Moving Averages: What are they and are they useful?
The moving average is one of the most popular technical indicators available to market participants. It is calculated by averaging share prices over a specific period. As new data points become available, the oldest data is dropped from the calculation. The result is a constantly updating data series, that provides directional information about recent price action. This piece will focus on the 200-day moving average, in particular, the implications for investors when the market is trading beneath it.
The 200-day moving average
The 200-day moving average is seen by many as a good indicator of the strength of the trend of the overall market. Many market participants will use the 200-day moving average for directional analysis, stop loss determination, and position sizing. Simply, if a stock index is trading above its 200-day moving average, the trend is bullish and the market is moving higher, whereas an index trading below its 200-day moving average is chopping lower with more volatility.
Does the market really trade differently below its 200-day moving average vs when it is trading above it? Is there an increase in volatility?
Deep dive
For our investigation, let’s consider market volatility. We will use standard deviation as a measure of market volatility, with the ‘market’ proxy being the S&P/ASX200.
From January 1, 2000, until December 31, 2021, the annualised standard deviation of market returns is 16.1%. Now we split our standard deviation into 2 categories: a market that trades above the 200-day moving average and a market that trades below the 200-day moving average. We find the annual standard deviation of the ASX200 is 11.4% when trading above its 200-day moving average. This is compared to a standard deviation of 20.4% when trading below its 200-day moving average. While this simple calculation does have some issues*, there is clearly an expansion of volatility when the ASX200 trades below its 200-day moving average.
Because of this expansion in volatility, a self-fulfilling prophecy is created. Market participants (fund managers, professional investors, wealth managers et cetera) know there is increased risk when the market is below its 200-day moving average. As a result, most decide to decrease exposure, allocate into shorter-term strategies, or increase hedging. This in turn means more selling and more volatility. Furthermore, systematic risk models such as Value at Risk (VaR) will show a portfolio carrying more risk as volatility increases. This will lead to deleveraging as theoretical risk moves outside an investor or portfolio manager’s risk tolerance. Again, the natural result of deleveraging is more selling pressure on the market.
Lessons
Taking all of this into consideration, here are five things investors can do to manage a portfolio more effectively when the market is trading below its 200-day moving average:
1. Reduce position size
When volatility expands, smaller positions have the same profit potential as the positions which were larger when the market was trading above its 200-day moving average. For example, if the average daily trading range on a given index has doubled from 1% to 2%. Trading half the size has the same profit potential due to the increased swings in the market. It also means your downside risk has been reduced by decreasing your position sizing.
2. Adjust time frame
It becomes more difficult to have a high conviction long-term investment thesis when volatility is elevated. Even if the thesis is valid, it can be a painful ride and aggressive drawdowns may have to be endured. Shortening your trade horizon will allow more conviction behind trades
3. Be open to trading short (if you have the ability to)

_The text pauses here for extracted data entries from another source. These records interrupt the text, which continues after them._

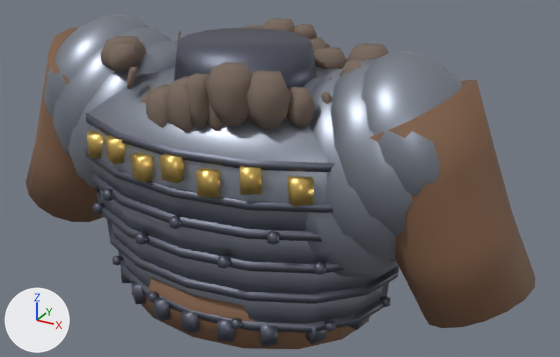
The glTF model assets/models/characters/dwarf/chest.glb: old version first, new version second.
Rendered twice from a camera (50 mm lens) standing at (0.558, -0.912, 1.357) and looking at (0.042, 0.026, 0.888). Lighting does not change. The marker at lower left points along +X, +Y and +Z. The first picture is the older version. Vertices at exactly the same position are counted once.

In view in the first picture: 'chest'.
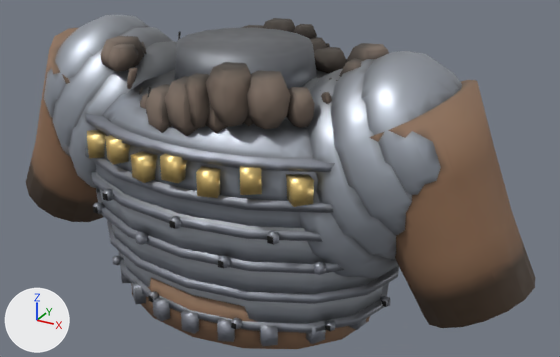
The change, as a diff of the scene's bpy script:
```diff
--- a/assets/models/characters/dwarf/chest.glb.py
+++ b/assets/models/characters/dwarf/chest.glb.py
@@ img_chest_basecolor @@
+img_chest_basecolor = load_image('chest_basecolor', '_unpacked/chest_basecolor', 512, 512, 'sRGB')
@@ img_chest_orm @@
+img_chest_orm = load_image('chest_orm', '_unpacked/chest_orm', 512, 512, 'Non-Color')
@@ img_chest_normal @@
+img_chest_normal = load_image('chest_normal', '_unpacked/chest_normal', 512, 512, 'Non-Color')
@@ mat_dwarf_chest_baked @@
+mat_dwarf_chest_baked = bpy.data.materials.new('dwarf_chest_baked')
+# uses the picture img_chest_basecolor
+# uses the picture img_chest_normal
+# uses the picture img_chest_orm
@@ me_chest @@
 # used by ob_chest; location = (0.0, 0.0, 0.0)
-me_chest.from_pydata(...)  # 3449 vertices, 6196 faces; spans x -0.431..0.431, y -0.189..0.212, z 0.702..1.109
-me_chest.materials.append(mat_dwarf_leather_light)  # brown #ad8b65
+me_chest.from_pydata(...)  # 3673 vertices, 6644 faces; spans x -0.431..0.431, y -0.189..0.212, z 0.702..1.109
+# me_chest part 1: 49 vertices removed from x -0.272..0.272, y -0.182..0.182, z 0.898..1.048; 273 vertices added at x -0.261..0.261, y -0.174..0.174, z 0.895..1.047
+# me_chest part 2: 1520 faces spanning x -0.344..0.344, y -0.175..0.2, z 0.742..1.109 switch from mat_dwarf_steel (grey #959ba8) to mat_dwarf_chest_baked
+# me_chest part 3: 1480 faces spanning x -0.275..0.275, y -0.189..0.189, z 0.716..1.096 switch from mat_dwarf_steel_dark (grey #616573) to mat_dwarf_chest_baked
+# me_chest part 4: 320 faces spanning x -0.431..0.431, y -0.158..0.158, z 0.702..1.08 switch from mat_dwarf_leather (brown #7e5d45) to mat_dwarf_chest_baked
+# me_chest part 5: 2080 faces spanning x -0.202..0.213, y -0.166..0.174, z 0.985..1.103 switch from mat_dwarf_fur (brown #79695d) to mat_dwarf_chest_baked
+# me_chest part 6: 480 faces spanning x -0.273..0.273, y -0.188..0.212, z 0.71..0.989 switch from mat_dwarf_gold (orange #dab869) to mat_dwarf_chest_baked
 me_chest.materials.append(mat_dwarf_ember)
```

Pixel boxes [x1, y1, x2, y2] of what changed, in the pictures (560 x 357 px):
part 1 of me_chest, cut back
    before: [87, 66, 339, 231]
    after: [95, 69, 329, 228]
part 2 of me_chest, recoloured
    both: [44, 15, 462, 324]
part 3 of me_chest, recoloured (lighter)
    both: [85, 28, 399, 347]
part 4 of me_chest, recoloured
    both: [26, 28, 535, 349]
part 5 of me_chest, recoloured
    both: [100, 18, 389, 133]
part 6 of me_chest, recoloured
    both: [87, 130, 314, 207]
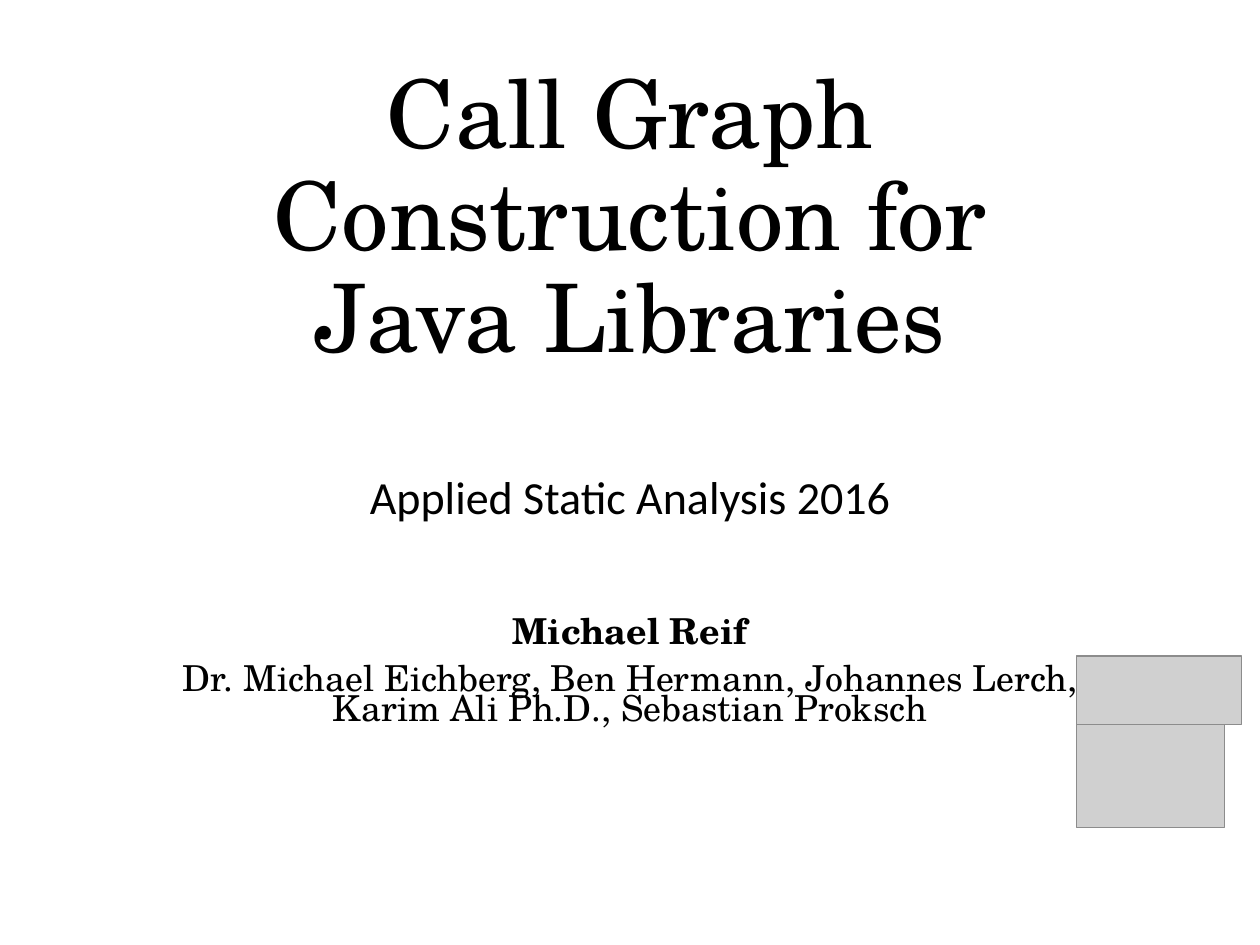
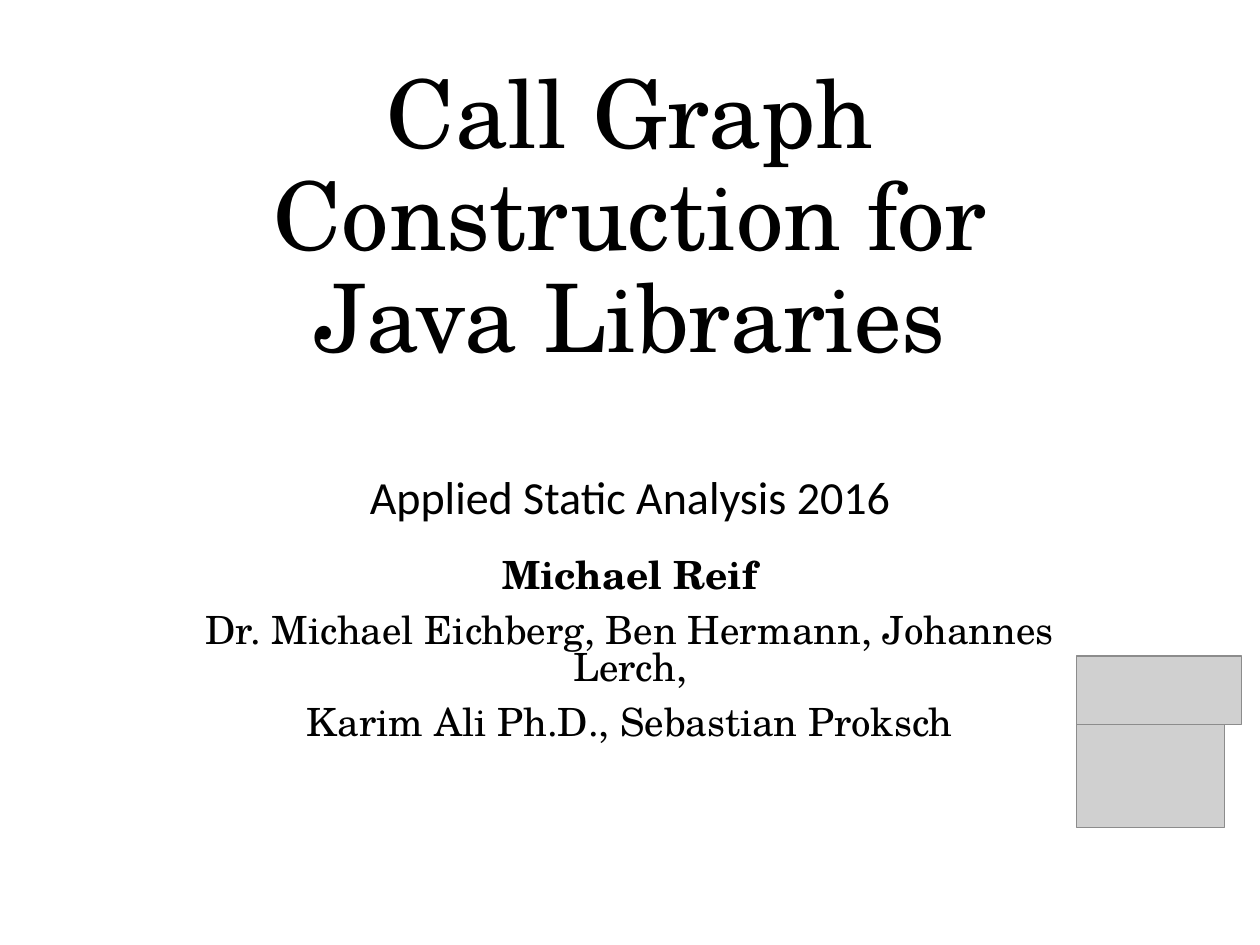
Before and after one commit to stg-tud/apsa, a slide deck: slide 1 of 2016/lecture/APSA-13-LibCG.pptx. Drawn at 1260x945 pixels with LibreOffice and Linux fonts; fonts in the diff are those of the drawing; grey boxes stand for pictures. Boxes give left, top, right and bottom in pixels: in the first picture for what was removed or moved away, otherwise in the second. Text is boxed around its words. In the diff, an @@ line names an element or a change of style, - is before the commit and + after.

```diff
--- a/2016/lecture/APSA-13-LibCG.pptx
+++ b/2016/lecture/APSA-13-LibCG.pptx
@@ subtitle at (502, 560, 757, 590): size 20.4 to 22.2 pt in "Michael Reif"; line spacing 0.7 to 0.8 @@
@@ subtitle at (205, 615, 1054, 743): text changed; size 20.4 to 22.2 pt @@
-Dr. Michael Eichberg, Ben Hermann, Johannes Lerch, Karim Ali Ph.D., Sebastian Proksch
+Dr. Michael Eichberg, Ben Hermann, Johannes Lerch,
+Karim Ali Ph.D., Sebastian Proksch
```
Also in this commit, not shown: 5 other slides changed, 1 other file.

Taking short positions on themes that are counter-trend can be a useful way to add value in a volatile, declining market. A good example of this would be shorting airline/travel stocks during the covid crash. The travel industry was among those hits the hardest by restrictions and lockdowns, so they provided a good opportunity.
4. Define a maximum risk level
Before entering any trade, setting maximum risk levels will ensure excessive losses will not be suffered. Risk levels can be set by dollar amount or by the percentage of the account. It is important to remember to be disciplined with this approach – once the level is hit the position must be exited.
5. Remember markets are not linear
All investments or trades will not be profitable, and markets never go straight up or straight down. Keeping this in mind will allow investors to be in a better mental position to make clear, logical decisions when under stress.
*Since all market crashes take the index below its 200-day moving average, we are succumbing to an element of data selection bias. We are also not claiming this relationship is causal, meaning a cross below the 200-day moving average does not necessarily cause more volatility in the index.